Listen to the article
La France va continuer de soutenir l’Ukraine face à la Russie, « qui ne doit pas miser sur la fatigue des Européens »
« Les échanges que nous avons eus l’ont montré : nous sommes prêts. Les travaux avancent à marche forcée, et nous aurons d’ici Noël une étape nouvelle, décisive, de franchie (…) pour dissuader toute nouvelle agression russe, le jour où une paix sera signée, ou un cessez-le-feu, obtenu », a déclaré Emmanuel Macron, lors de sa prise de parole au sujet du soutien apporté à l’Ukraine,
La France est prête à continuer à aider l’Ukraine, a réaffirmé le chef de l’Etat français, « mais aussi à se préparer à la suite ». « Notre soutien ne se limite pas au champ militaire. Il est aussi civil, économique et humanitaire », a ajouté Emmanuel Macron, qui s’est félicité à cet égard de la signature de l’accord intergouvernemental sur le renforcement de la coopération bilatérale. « Je me félicite également de la signature entre Alstom et la Société des chemins de fer ukrainiens, UZ, d’un contrat de 475 millions d’euros pour la fourniture de 55 locomotives à l’Ukraine, avec un financement de la BIRD et de la Banque mondiale », a-t-il pousuivi.

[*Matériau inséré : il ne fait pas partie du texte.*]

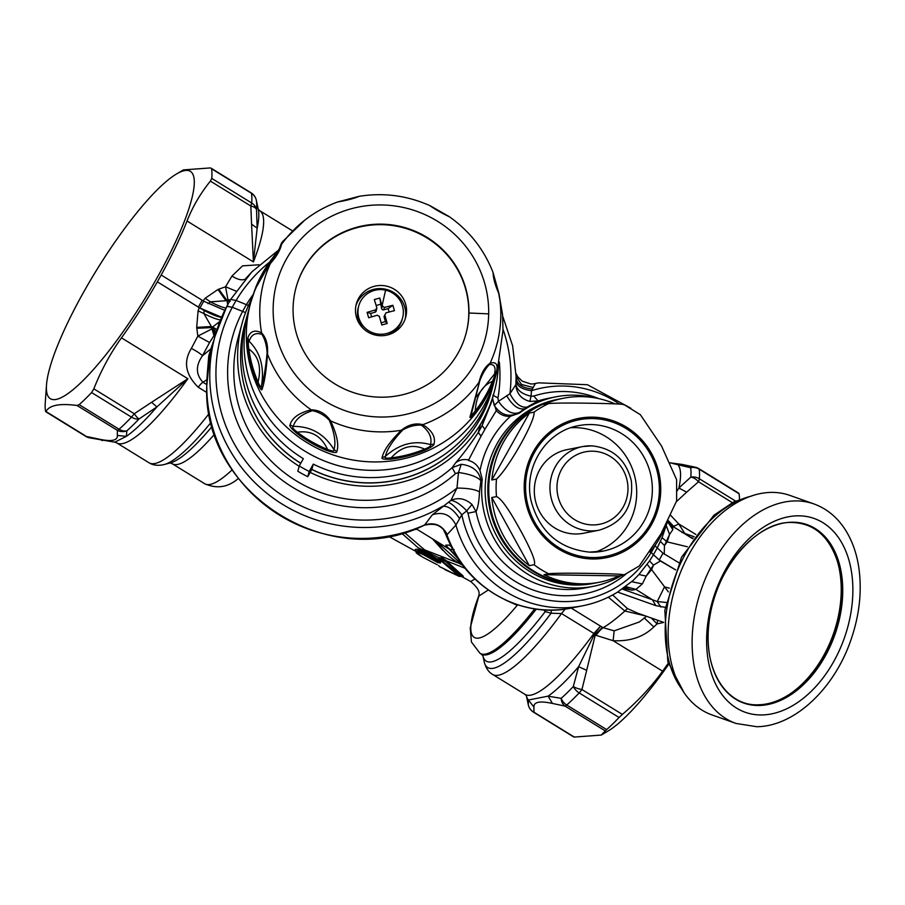 <?xml version="1.0" encoding="UTF-8"?>
<svg xmlns="http://www.w3.org/2000/svg" width="905" height="905" viewBox="0 0 905 905"><rect width="100%" height="100%" fill="white"/><g stroke="black" fill="none" stroke-linecap="round" stroke-linejoin="round"><path stroke-width="1.36" d="M560.285 398.856A93.735 89.968 78.9 0 0 559.822 398.947A93.735 89.968 78.9 0 0 488.168 497.818A93.735 89.968 78.9 0 0 575.784 584.449A93.735 89.968 78.9 0 0 596.033 582.899A93.735 89.968 78.9 0 0 596.497 582.809M559.822 398.947L557.163 399.478A93.735 89.968 78.9 0 0 528.396 410.757A93.735 89.968 78.9 0 0 488.214 514.244A93.735 89.968 78.9 0 0 573.125 584.981A93.735 89.968 78.9 0 0 593.375 583.42L596.033 582.899M623.771 404.818C625.446 403.958 605.92 403.517 593.047 403.279C578.951 403.053 556.417 402.759 548.69 403.596L543.995 404.524A93.735 89.968 -101.1 0 1 563.419 398.245L560.761 398.766A93.735 89.968 78.9 0 0 489.107 497.637A93.735 89.968 78.9 0 0 576.723 584.268A93.735 89.968 78.9 0 0 596.972 582.718L599.63 582.187A93.735 89.968 78.9 0 0 619.054 575.908L624.043 574.901L639.303 565.976L661.057 533.769L676.635 500.951L676.612 479.695L661.589 446.097L640.333 414.671L624.065 404.603M595.343 552.084A63.916 61.348 78.9 0 0 635.977 482.603A63.916 61.348 78.9 0 0 576.723 427.68A63.916 61.348 78.9 0 0 570.863 427.726M599.144 530.172C622.991 522.932 633.726 506.517 631.351 480.906C626.068 459.853 612.945 448.167 591.983 445.848L582.684 446.561L567.039 449.638A42.614 40.895 78.9 0 0 534.47 494.583A42.614 40.895 78.9 0 0 574.29 533.961A42.614 40.895 78.9 0 0 583.499 533.26L599.144 530.172A42.614 40.895 78.9 0 1 589.936 530.884A42.614 40.895 78.9 0 1 550.116 491.506A42.614 40.895 78.9 0 1 582.684 446.561A42.614 40.895 78.9 0 1 591.881 445.86M665.198 526.314A93.735 89.968 -101.1 0 1 649.994 552.163M563.419 398.245A93.735 89.968 -101.1 0 1 583.668 396.684A93.735 89.968 -101.1 0 1 615.015 403.868M529.357 413.053L491.811 479.978A93.735 89.968 -101.1 0 1 529.357 413.053L534.052 412.137C535.715 420.09 508.61 468.394 496.494 479.05A93.735 89.968 78.9 0 0 496.494 496.607C503.157 499.074 515.183 520.635 522.547 534.131C528.43 545.263 536.914 562.141 534.029 564.743A93.735 89.968 78.9 0 0 548.656 573.759C555.342 572.978 575.999 573.193 589.144 573.385C603.183 573.623 625.083 574.042 623.749 574.992M491.811 479.978L496.494 479.05M491.8 497.524L529.335 565.67A93.735 89.968 -101.1 0 1 491.8 497.524L496.494 496.607M529.335 565.67L534.029 564.743M619.054 575.908L543.962 574.686A93.735 89.968 78.9 0 0 579.381 583.748A93.735 89.968 78.9 0 0 599.63 582.187M543.962 574.686L548.656 573.759M413.347 529.629L415.599 529.436L415.293 528.916M415.599 529.436L416.934 529.255M238.411 478.496L237.483 479.209L238.468 478.575M209.394 358.538L209.689 357.034L208.738 355.937L210.933 348.832L202.471 355.801C195.582 365.541 195.729 374.353 202.924 382.238L206.77 384.614M207.336 373.245L208.738 355.937M212.211 346.491L210.933 348.832L212.109 346.875L209.689 357.034A153.398 150.547 15.3 0 0 206.781 385.903A153.398 150.547 -164.7 0 0 424.671 524.923L424.083 525.319C328.334 572.933 201.962 492.037 206.759 386.005L209.541 357.758M214.18 339.296L211.057 348.414M218.999 323.866L217.947 322.893L219.926 321.411M216.985 329.646L212.641 326.999L217.947 322.893M206.894 392.566L198.24 387.238C185.446 374.647 183.149 361.706 191.374 348.402L197.844 336.106L211.974 328.9L214.881 328.628L215.152 333.888L215.888 333.187M214.609 334.488L212.641 326.999A26.336 4.91 29.3 0 1 211.385 326.535L203.84 313.515L204.179 310.494L199.292 307.677L198.082 310.89L196.69 327.384L211.385 326.535L211.974 328.673L212.302 327.825A26.89 5.011 -150.7 0 1 211.68 327.599L196.815 328.289L197.844 336.106L209.564 342.52L215.152 333.888M213.897 335.37L211.974 328.673M228.015 300.087L225.549 286.738L218.75 289.204L226.951 300.37A26.89 5.011 -150.7 0 0 227.585 300.607L210.39 301.84L205.175 298.243L203.116 300.867M229.904 300.731L227.166 301.116A26.336 4.91 29.3 0 1 225.911 300.652L217.958 289.487L205.175 298.243M227.709 305.505L227.166 301.116L230.175 301.354L228.207 299.985L230.504 299.657M424.445 525.092C434.366 522.072 441.855 525.296 446.912 534.765L446.459 534.844C442.998 525.669 435.531 522.479 424.083 525.319M621.701 575.388A96.586 92.695 -101.1 0 1 593.137 586.361A96.586 92.695 -101.1 0 1 482.241 479.175L480.906 480.77C477.535 476.901 470.068 474.141 458.496 472.501L456.968 488.078L450.916 500.397L432.398 514.764L424.671 524.923C434.581 521.959 442.093 525.149 447.217 534.482L446.912 534.765A113.623 109.053 -101.1 0 0 571.123 608.07C519.855 619.258 463.801 586.157 446.47 534.878M212.109 346.887L214.983 336.355A153.398 150.547 15.3 0 0 209.756 374.987A153.398 150.547 15.3 0 0 287.688 507.354A153.398 150.547 15.3 0 0 442.5 506.336C448.043 505.646 453.744 509.741 459.604 518.61L455.916 525.104L447.217 534.482M533.588 383.844L535.341 383.562A113.623 109.053 -101.1 0 1 538.633 382.849L533.588 383.844L535.341 383.562L531.461 390.711L531.077 396.186L533.735 396.062A102.265 98.147 -101.1 0 1 598.895 398.664M516.155 376.401L521.552 384.512L533.192 387.487M226.816 306.365L214.983 336.355A153.398 150.547 15.3 0 1 226.816 306.365L232.28 307.281A147.707 144.97 15.3 0 0 215.933 373.233A147.707 144.97 -164.7 0 0 300.189 505.476A147.707 144.97 -164.7 0 0 456.968 488.078C467.783 488.134 475.295 489.413 479.492 491.901C479.084 501.11 477.942 507.671 476.064 511.563L471.991 504.47C465.249 498.519 458.224 497.162 450.916 500.397C455.249 500.884 460.521 504.357 466.754 510.827L461.833 514.798L459.604 518.61M516.122 375.145L515.884 384.636L509.911 393.754C515.239 403.562 520.963 408.008 527.083 407.092L519.142 412.635C509.447 417.737 501.155 415.361 494.243 405.508L492.569 398.132M226.714 306.535L230.628 299.442L236.058 300.449L248.468 305.494M226.77 306.343L232.234 307.259L245.572 312.576M432.398 514.764C442.986 511.359 450.837 514.809 455.916 525.104A113.623 109.053 -101.1 0 0 582.526 605.818L571.123 608.07M516.065 381.672C517.456 386.469 522.581 389.489 531.461 390.711A107.944 103.6 78.9 0 1 619.461 404.094M529.832 401.424C521.11 398.981 516.461 393.392 515.884 384.636L515.884 384.636C517.241 390.394 522.309 394.252 531.077 396.186L529.832 401.424L538.136 400.949L533.735 396.062M503.033 329.284A147.707 144.97 15.3 0 1 510.974 376.661A147.707 144.97 -164.7 0 1 509.911 393.754L498.429 401.345C505.42 411.142 512.332 414.897 519.142 412.635L519.266 413.189A96.586 92.695 -101.1 0 1 526.19 408.46A96.586 92.695 -101.1 0 1 555.828 396.843L548.249 398.336A96.586 92.695 -101.1 0 0 538.136 400.949L527.083 407.092M448.371 502.286C451.731 503.576 456.222 507.75 461.833 514.798A107.944 103.6 -101.1 0 0 617.267 586.723A107.944 103.6 78.9 0 0 651.17 552.525L659.213 560.037L675.684 569.879M626.124 573.917A102.265 98.147 -101.1 0 1 615.332 581.655A102.265 98.147 -101.1 0 1 468.009 513.18L466.754 510.827L471.991 504.47M468.009 513.18L476.064 511.563A96.586 92.695 -101.1 0 0 585.558 587.854L593.137 586.361M245.56 312.587L232.28 307.281M494.243 405.508L498.429 401.345L497.942 397.962L492.852 395.134M479.492 491.901L480.906 480.77C479.39 471.301 472.851 465.804 461.256 464.288L458.496 472.501L455.453 473.666A136.35 133.816 -164.7 0 1 308.594 495.702A136.35 133.816 -164.7 0 1 227.608 372.147A136.35 133.816 -164.7 0 1 242.563 311.546M461.256 464.288L452.138 467.681L455.453 473.666M252.02 298.05L251.873 298.424A130.671 128.239 15.3 0 0 242.065 323.458A130.671 128.239 15.3 0 0 237.608 356.355A130.671 128.239 15.3 0 0 299.17 466.256M310.177 472.387A130.671 128.239 15.3 0 0 480.532 424.14L478.281 432.386C470.6 444.151 463.021 454.321 455.532 462.908L452.138 467.681A130.671 128.239 15.3 0 1 311.388 488.802A130.671 128.239 15.3 0 1 233.784 370.394A130.671 128.239 15.3 0 1 238.23 337.486L242.065 323.458M484.401 417.375L480.578 424.185L478.338 432.398L481.075 436.176L484.899 429.366L482.161 425.588L484.356 417.329A130.671 128.239 15.3 0 0 494.164 392.295L491.483 402.125L482.229 425.327M494.164 392.295A130.671 128.239 15.3 0 0 498.44 365.597M492.444 398.585L496.245 410.508C500.341 414.931 505.114 416.832 510.567 416.21L519.266 413.189M455.532 462.908C459.14 459.932 463.518 458.937 468.654 459.921L468.281 460.351C473.949 461.946 477.863 465.396 480.001 470.691A99.426 95.421 -101.1 0 1 510.567 416.21M482.241 479.175L480.001 470.691M484.865 429.377L496.257 410.734M478.281 432.386L481.041 436.187L468.654 459.921M432.443 538.803L442.783 550.353M450.283 545.093L445.746 545.149L458.948 559.776M445.746 545.149L448.744 548.453M454.084 549.516L450.192 549.516A73.859 70.884 -101.1 0 0 458.247 558.702M625.683 586.587L635.921 589.404L642.369 583.929L631.747 581.7M667.652 521.721L672.845 529.606C672.551 526.359 672.076 525.194 671.431 526.122M651.17 552.525L653.433 554.742L649.519 560.964L638.953 574.528L633.104 580.501M654.949 545.658L657.256 547.932L662.041 537.694L667.166 541.88L669.576 534.448L672.845 529.606M667.143 522.683L662.041 537.694M649.519 560.964L653.534 565.071L660.412 560.998L653.41 554.765L657.256 547.932L663.037 553.215L678.829 562.718M638.953 574.528L646.204 576.089L642.369 583.929M660.446 541.473L664.485 545.557L669.576 534.448L666.306 525.771M664.236 554.177L664.485 545.557L667.166 541.88L687.404 546.79M647.12 564.29L650.797 568.962L646.204 576.089L651.6 569.618L668.388 591.893M555.828 396.843A96.586 92.695 -101.1 0 1 595.071 397.906M617.629 592.074L655.82 605.637L665.254 607.357M612.628 594.958L627.414 608.579L637.697 613.171L663.727 622.414L657.075 623.907L653.817 626.939C643.602 636.939 630.038 641.532 613.126 640.706L662.618 671.182C651.396 686.657 637.98 701.07 622.369 714.407L581.938 689.508A11.358 4.276 -169.3 0 1 573.295 686.522L578.612 666.702L586.689 670.311L581.938 689.508A11.358 2.387 -58.4 0 1 579.166 692.913L619.077 717.495A150.547 31.596 121.6 0 1 606.655 729.6L601.225 735.086L574.302 737.066L573.069 736.217M655.82 605.637L652.437 599.766L657.245 601.565L666.08 602.436M608.307 597.176L624.869 611.011L627.414 608.579M645.299 615.875L624.869 611.011C616.678 618.409 609.427 623.975 603.137 627.708L614.156 630.842L613.126 640.706L596.056 635.344L594.574 633.919L578.612 666.702A139.675 29.311 121.6 0 1 548.091 696.149L552.48 703.457L565.014 706.092A11.358 9.208 -75.9 0 1 561.145 698.355L548.091 696.149L528.396 700.018L528.305 704.825A11.358 11.007 166.7 0 0 528.362 705.086A11.358 11.358 0 0 0 533.464 712.144L573.499 736.817M657.63 620.242L657.075 623.907L651.238 617.979M692.008 538.328L692.97 538.396M675.662 569.935L660.412 560.998M457.919 562.876L424.581 549.855L404.411 532.513M465.147 568.272L446.482 560.93L442.036 557.91L441.776 560.806L440.215 560.387L439.604 561.881L439.525 560.908A2.274 2.127 21.1 0 0 438.382 559.437L439.049 557.763L418.144 547.763L401.707 533.271M439.016 557.853L440.158 559.267L439.049 557.763L442.036 557.91M440.169 559.154L443.167 559.641L443.541 558.657M463.371 576.304L446.482 560.93L445.407 561.338L443.167 559.641L442.138 561.01L459.978 575.58L460.588 575.048L461.46 576.157L460.351 575.919L463.371 576.304L461.493 575.919M445.554 559.969L442.613 562.231L459.333 576.315L439.649 566.666M517.422 604.732L517.23 605.275L505.363 599.97M488.225 590.026L479.028 595.954M474.91 578.996L470.668 581.508C483.236 592.096 477.693 595.173 478.96 596.486M517.988 604.913L517.23 605.275A114.46 24.028 121.6 0 1 479.05 595.173L470.238 627.855L471.426 642.018L480.069 653.365A124.992 26.234 -58.4 0 0 534.731 608.85M545.715 609.936L545.24 611.576A128.318 26.935 121.6 0 1 482.919 655.797L484.175 661.691A133.024 27.919 121.6 0 0 551.088 613.228L545.24 611.576L543.701 609.823M551.405 610.049L551.088 613.228L561.53 613.545L594.585 633.885A11.358 3.937 36.2 0 0 593.884 633.489L600.524 626.136L571.168 608.058M528.305 704.825L526.359 695.707A139.675 29.311 121.6 0 0 528.396 700.018L533.927 707.11L533.961 712.212A11.358 2.387 121.6 0 1 533.464 712.144M574.302 737.066L533.961 712.212A11.358 11.007 166.7 0 1 528.362 705.086L528.226 704.497M606.655 729.6L566.745 705.018A11.358 9.118 -131.6 0 1 561.145 698.355A147.221 30.894 -58.4 0 0 573.295 686.522A11.358 7.874 -136.5 0 0 579.166 692.913A150.547 31.596 121.6 0 1 566.745 705.018A11.358 2.387 121.6 0 1 565.014 706.092L605.355 730.957M619.077 717.495L622.369 714.407M738.853 493.282L698.807 468.62A11.358 2.387 121.6 0 1 699.113 469.141L739.023 493.734A150.547 31.596 121.6 0 1 739.464 499.322M732.349 502.626L698.502 481.777A11.358 2.387 -58.4 0 0 699.339 478.756L735.527 501.042M677.212 490.793L678.897 488.01L690.809 477.105A11.358 10.238 -174.8 0 1 699.339 478.756A150.547 31.596 121.6 0 0 699.113 469.141A11.358 10.826 169.2 0 0 690.594 467.704L677.924 464.763A139.675 29.311 121.6 0 1 678.897 488.01L686.669 492.15L698.502 481.777A11.358 7.625 -127.2 0 0 690.809 477.105A147.221 30.894 -58.4 0 0 690.594 467.704L690.594 467.704A11.358 9.208 104.1 0 1 695.606 467.274L695.606 467.274A11.358 9.208 104.1 0 1 698.309 468.552M670.288 462.851L677.924 464.763L682.087 464.423L695.606 467.274A11.358 11.358 0 0 1 698.807 468.62M594.574 633.919L600.524 626.136L602.368 627.233L595.286 634.869L586.689 670.311M593.884 633.489L593.895 633.477A136.35 28.621 121.6 0 1 524.968 694.361L526.416 695.832M199.292 307.677L157.346 281.84A136.35 28.621 121.6 0 1 121.462 337.837L187.867 378.743L156.882 406.922A139.675 29.311 121.6 0 1 126.361 436.357L114.754 442.183L88.995 437.726A11.358 9.208 104.1 0 0 89.029 437.737M121.462 337.837C110.365 353.335 101.156 370.326 93.837 388.833L91.586 392.555A150.547 31.596 121.6 0 1 79.165 404.659L76.993 405.474L117.345 430.327A11.358 11.007 -13.3 0 0 126.858 430.837A11.358 9.118 -131.6 0 1 119.075 429.242L117.345 430.327L117.379 435.429C117.65 440.622 111.462 441.844 98.826 439.083L102.514 440.577M117.379 435.429L126.361 436.357L126.858 430.837A147.221 30.894 -58.4 0 0 139.008 418.992L156.882 406.922L151.588 402.284L187.867 378.743A136.35 28.621 121.6 0 1 116.609 442.817L114.754 442.183M139.008 418.992A11.358 7.874 -136.5 0 1 131.496 417.137L134.268 413.743A11.358 2.353 59.4 0 0 139.008 418.992M98.826 439.083L86.292 436.448A11.358 9.208 104.1 0 0 88.995 437.726A11.358 11.358 0 0 1 85.794 436.38L45.748 411.718M46.494 385.044A133.51 28.021 -58.4 0 0 98.385 363.833A133.51 28.021 -58.4 0 0 183.398 223.795A133.51 28.021 -58.4 0 0 176.498 173.998A133.51 28.021 -58.4 0 0 57.32 346.174A133.51 28.021 -58.4 0 0 46.494 385.044L45.25 402.861A150.547 31.596 121.6 0 0 45.578 411.266L85.489 435.859M250.64 192.788L211.532 168.782A150.547 31.596 121.6 0 1 211.759 178.398L210.401 181.113C200.469 193.365 192.674 206.657 187.03 221.012L253.423 261.918L251.567 224.123L257.167 228.218L253.423 261.918A136.35 28.621 121.6 0 0 259.645 210.639L258.185 209.168M251.567 224.123L250.832 206.012A11.358 5.713 -5.3 0 1 256.522 209.575L257.167 228.218A139.675 29.311 121.6 0 0 258.344 209.756L256.296 200.175A11.358 10.826 169.2 0 0 251.443 193.376A150.547 31.596 -58.4 0 1 251.669 202.992A11.358 10.238 -174.8 0 1 256.522 209.575A147.221 30.894 -58.4 0 0 256.296 200.175A11.358 11.007 166.7 0 0 256.239 199.915A11.358 11.358 0 0 0 251.138 192.856L211.103 168.183M210.401 181.113L250.832 206.012L251.669 202.992L211.759 178.398M45.578 411.266L45.94 411.594C49.255 405.214 59.606 403.178 76.993 405.474M210.299 167.934L183.376 169.914L176.498 173.998M673.105 525.805C673.343 526.506 675.209 525.862 678.693 523.882L684.802 533.441M217.958 289.487L218.75 289.204M236.024 291.127L225.549 286.738L231.985 276.025L242.597 265.844L259.249 264.769M187.03 221.012A136.35 28.621 121.6 0 1 186.113 223.331A136.35 28.621 121.6 0 1 161.169 275.03L157.391 281.862L199.892 308.017L221.623 317.248M196.815 328.289L196.69 327.384M191.374 348.402C197.222 351.513 200.921 353.979 202.471 355.801L209.564 342.52M252.767 270.934L245.843 278.423M245.526 279.091C242.065 280.652 237.551 279.634 231.985 276.025M198.082 310.89L203.84 313.515A23.326 4.344 -150.7 0 0 220.503 319.951M208.003 303.673L210.39 301.84A23.326 4.344 29.3 0 0 225.911 308.096M668.263 663.195A136.35 28.621 121.6 0 1 664.394 668.693A136.35 28.621 121.6 0 1 662.618 671.182M614.156 630.842L639.337 621.973L646.521 616.305M644.19 617.9L653.817 626.939M204.179 310.494A23.078 4.299 -150.7 0 0 221.578 317.384M161.214 275.041L203.716 301.207L224.779 310.347M442.613 562.231L441.776 560.806L441.074 561.462L440.158 559.267L439.525 560.908L437.941 560.365L438.382 559.437L424.875 552.016C419.32 549.426 416.051 548.668 415.101 549.765L416.13 551.168M415.101 549.765L416.232 551.292C416.99 550.274 419.716 550.817 424.434 552.932L424.875 552.016M461.855 574.562L460.588 575.048L445.407 561.338M437.726 562.593L437.941 560.365L424.434 552.932L423.857 554.052C419.615 551.948 417.126 551.269 416.379 552.005L417.228 553.159C417.816 552.491 419.92 553.023 423.506 554.776L437.726 562.593L440.464 562.978L441.074 561.462M422.839 557.265L437.273 564.765L422.839 557.265C417.386 554.03 415.237 552.333 416.368 552.174L416.379 552.005M461.46 576.157L459.016 575.965M423.506 554.776L423.857 554.052L440.464 562.978M422.827 557.254L417.228 553.159M438.631 565.455L439.479 566.598M206.906 379.704L202.924 382.238A11.358 2.387 121.6 0 0 198.24 387.238M244.961 323.628A127.831 125.456 15.3 0 0 240.594 355.869A127.831 125.456 15.3 0 0 300.731 463.326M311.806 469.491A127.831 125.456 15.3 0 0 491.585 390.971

« Nous aurons, par ailleurs, des échanges avec le président Zelensky pour continuer à créer les conditions d’un cessez-le-feu et d’une paix juste et durable, selon deux lignes d’effort : le renforcement de soutien à l’Ukraine et le renforcement de la pression sur la Russie tant qu’elle persistera dans son refus de la paix », a encore déclaré le président français, car « la Russie ne doit pas miser sur la fatigue des Européens ».






15 commentaires
La coopération économique entre la France et l’Ukraine est encourageante, notamment pour le secteur ferroviaire avec ce contrat d’Alstom.
J’espère que cela aura un impact réel sur les infrastructures du pays.
Effectivement, des investissements comme celui-ci pourraient booster l’économie ukrainienne.
Macron parle de dissuasion contre une nouvelle agression russe, mais quelles garanties concrètes sont really mises en place ?
C’est une question pertinente, les promesses doivent s’accompagner d’actes tangibles.
L’accord Alstom-UZ est une bonne nouvelle, mais à quoi ressembleront les trains livrés ?
Probablement des modèles modernes et efficaces pour moderniser le réseau ukrainien.
Les mots sont forts, mais les actes suivront-ils vraiment ? L’Ukraine a besoin de plus que des déclarations.
C’est un risque réel : sans actions concrètes, la crédibilité des promesses s’affaiblit.
Le soutien civil et humanitaire est tout aussi important que l’aide militaire, mais il est souvent moins médiatisé.
C’est vrai, les actions humanitaires sont moins spectaculaires, mais tout aussi essentielles.
La Solidarité franco-ukrainienne semble se renforcer, mais combien de temps pourra-t-elle tenir face à l’usure de la guerre ?
C’est effectivement la grande inconnue, la fatigue des opinions publiques pourrait jouer.
Je me demande quels seront les prochains secteurs économiques à bénéficier de cette coopération bilatérale.
Peut-être les énergies renouvelables ou les mines, comme l’Ukraine a des ressources intéressantes.